Formação: Universidade de Barcelona
Nº ordem dos médicos: 71409

Biografia

A Dra. Alexandra Azevedo formou-se em Medicina na Universidade de Barcelona em 2015, onde posteriormente se especializou em Medicina Geral e Familiar. Durante a sua formação, desenvolveu um forte interesse pela abordagem à dor crónica, tendo realizado um mestrado integrado em Medicina e Cirurgia com investigação na Clínica no controlo da Dor. A sua experiência profissional inclui vários anos de prática clínica em Espanha, nomeadamente na Catalunha, onde teve contacto com uma grande diversidade de patologias e desafios, tanto na urgência, como nos cuidados de saúde primários.

Atualmente, exerce como médica de família na ULS Braga. Já integrou a equipa da urgência médico-cirúrgica do Hospital de Vila Nova de Famalicão e já colaborou como professora convidada na Escola Superior de Enfermagem da Universidade do Minho, lecionando anatomia e fisiologia do sistema circulatório, respiratório e digestivo.

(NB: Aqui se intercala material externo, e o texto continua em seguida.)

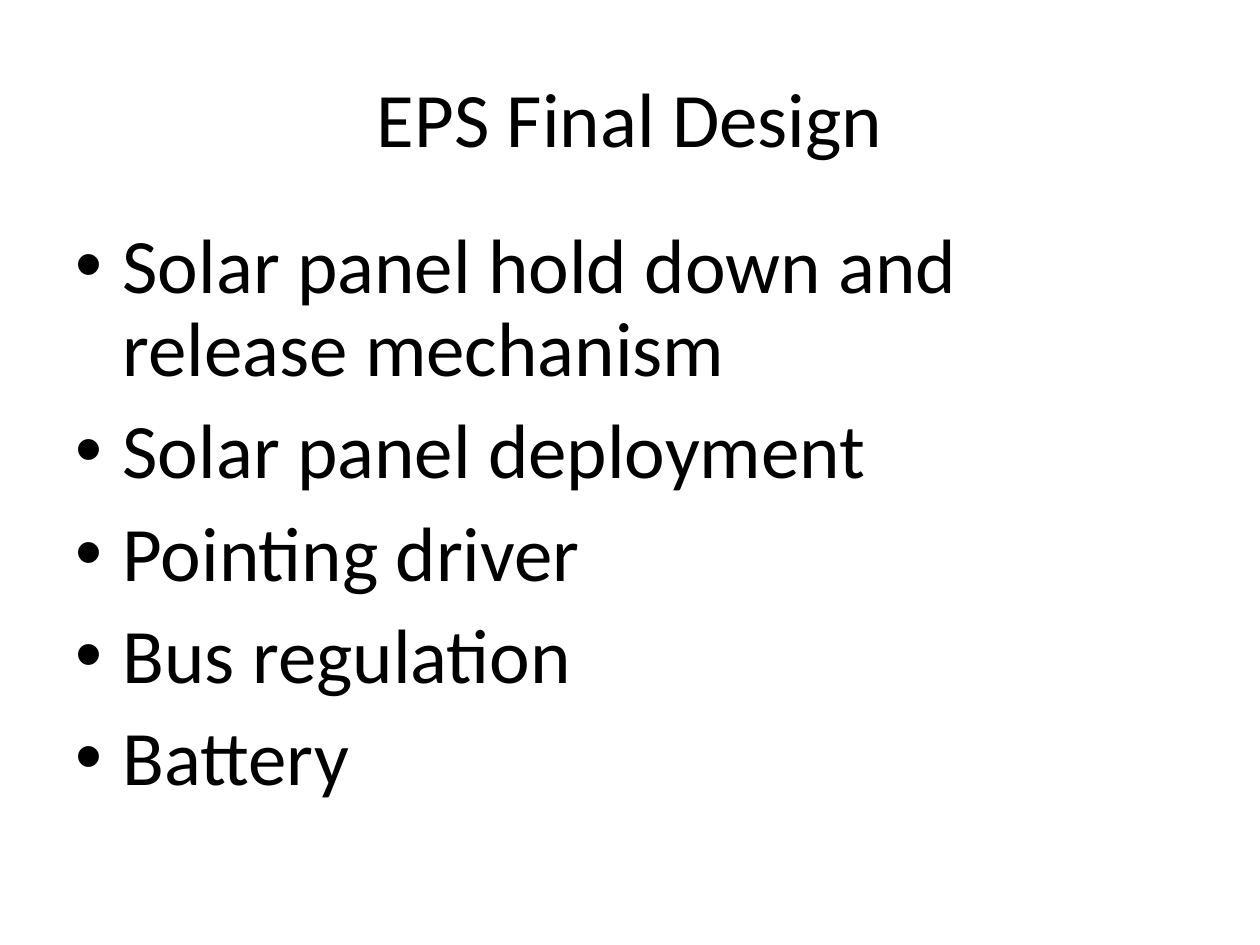
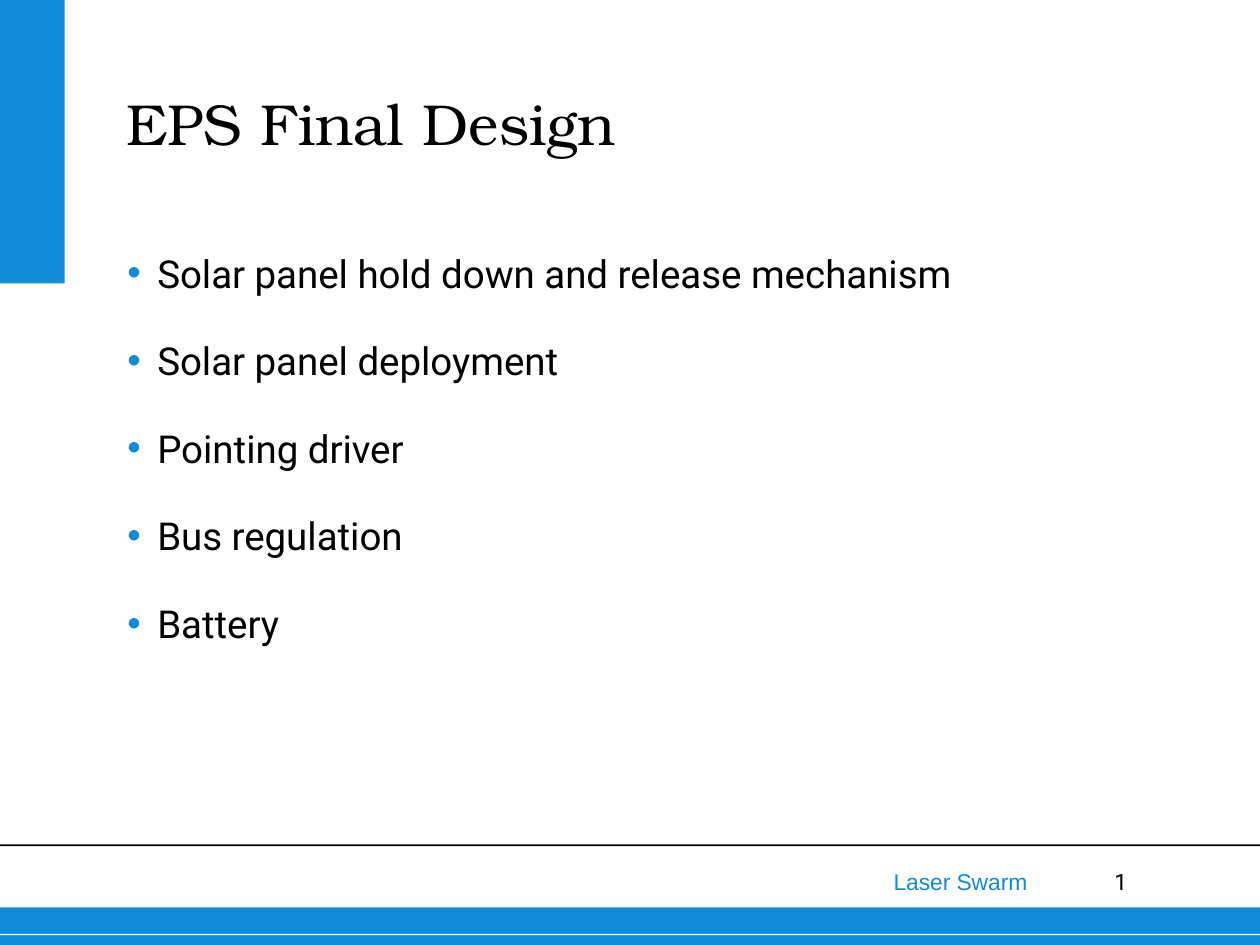
Before and after one commit to thewisenerd/laser-swarm, a slide deck: slide 1 of finalPresentation/subsections/EPS Final Design.ppt. Drawn at 1260x945 pixels with LibreOffice and Linux fonts; fonts in the diff are those of the drawing; background and template pictures are left out. Boxes give left, top, right and bottom in pixels: in the first picture for what was removed or moved away, otherwise in the second. Text is boxed around its words. In the diff, an @@ line names an element or a change of style, - is before the commit and + after.

```diff
--- a/finalPresentation/subsections/EPS Final Design.ppt
+++ b/finalPresentation/subsections/EPS Final Design.ppt
@@ rectangle added at <box>0,0,64,284</box>, fill #108BD9 @@
@@ text "EPS Final Design": place and size @@
-text "EPS Final Design" at <box>377,93,882,161</box>
+text "EPS Final Design" at <box>126,103,616,159</box>
@@ text "EPS Final Design" at <box>126,103,616,159</box>: size 44 to 33 pt, font Calibri to TeX Gyre Bonum; alignment centre to left; indent changed; vertical alignment middle to bottom @@
@@ text "Solar panel hold down and ...": place and size @@
-text "Solar panel hold down and ..." at <box>123,239,956,798</box>
+text "Solar panel hold down and ..." at <box>157,259,951,647</box>
@@ text "Solar panel hold down and ..." at <box>157,259,951,647</box>: size 44 to 22 pt, font Calibri to Roboto; indent changed; line spacing 0.9 to 25pt; less space between paragraphs; bullet colour #000000 to #108BD9 @@
@@ line added from (0, 845) to (1260, 845), #000000 0.99 pt @@
@@ text added at <box>894,874,1028,891</box>, 13 pt, text #108BD9 @@
+Laser Swarm
@@ page number added at <box>1114,874,1127,890</box>, 13 pt, text #000000 @@
+1
@@ rectangle added at <box>0,907,1260,945</box>, fill #108BD9 @@
@@ line added from (0, 935) to (1260, 935), #FFFFFF 0.74 pt @@
```
Also in this commit, not shown: 8 other slides changed.

Os seus principais interesses clínicos incluem a urgência médica, a dor crónica, a depressão e a ansiedade, bem como a medicina preventiva e o controlo de fatores de risco vasculares. Dedica-se também à consulta antitabágica e à consulta de perda de peso, ajudando os seus pacientes a adotar hábitos de vida mais saudáveis. A sua abordagem ao cuidado baseia-se numa visão holística, considerando a saúde como um equilíbrio entre o bem-estar físico e psicológico.

A Dra. Alexandra distingue-se pelo seu humanismo e pela capacidade de oferecer soluções rápidas e eficazes para problemas menores, garantindo que os seus pacientes se sintam bem acompanhados. No Médico na Net, vê uma oportunidade de levar os cuidados de saúde a mais pessoas de forma acessível e conveniente.

Apaixonada por música e viagens, adora conhecer diferentes culturas e estilos de vida, o que enriquece a sua visão do mundo e a sua prática médica. Para ela, a medicina não é apenas uma profissão, mas um verdadeiro compromisso com o bem-estar das pessoas que acompanha. Como gosta de dizer: “A saúde é o equilíbrio entre o bem-estar físico e psicológico.